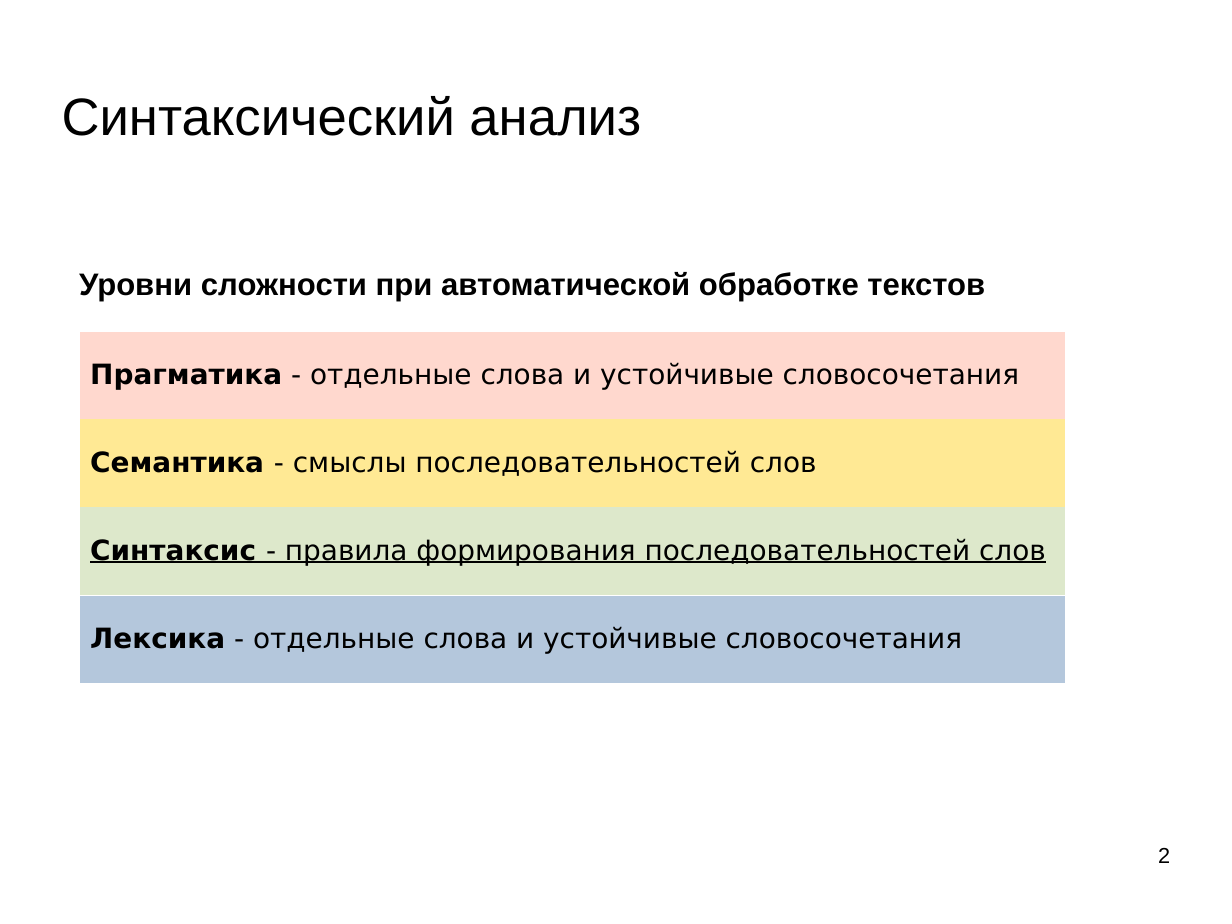
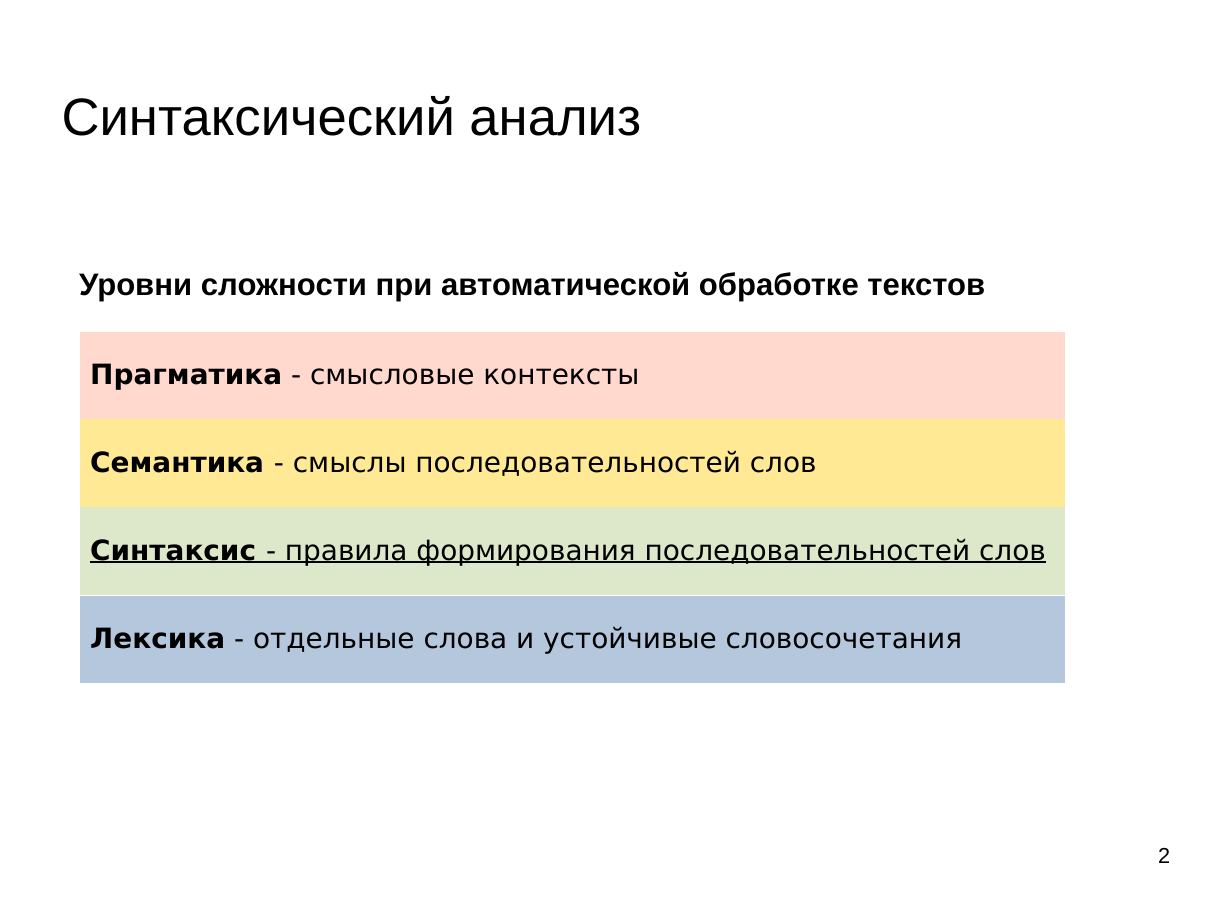
Before and after one commit to mechanoid5/ml_nlp_2022, a slide deck: slide 2 of 07-synt-grammar.odp. Drawn at 1232x924 pixels with LibreOffice and Linux fonts; fonts in the diff are those of the drawing; background and template pictures are left out. Boxes give left, top, right and bottom in pixels: in the first picture for what was removed or moved away, otherwise in the second. Text is boxed around its words. In the diff, an @@ line names an element or a change of style, - is before the commit and + after.

```diff
--- a/07-synt-grammar.odp
+++ b/07-synt-grammar.odp
@@ table at <box>79,331,1065,683</box> @@
-row 1, column 1: Прагматика - отдельные слова и устойчивые словосочетания
+row 1, column 1: Прагматика - смысловые контексты
```
Also in this commit, not shown: 10 other files.

**WORK REQUEST:** Only lines with the word "column" go in the answer. Take them all from the entries above.

**ANSWER TO THE EXERCISE:**
-row 1, column 1: Прагматика - отдельные слова и устойчивые словосочетания
+row 1, column 1: Прагматика - смысловые контексты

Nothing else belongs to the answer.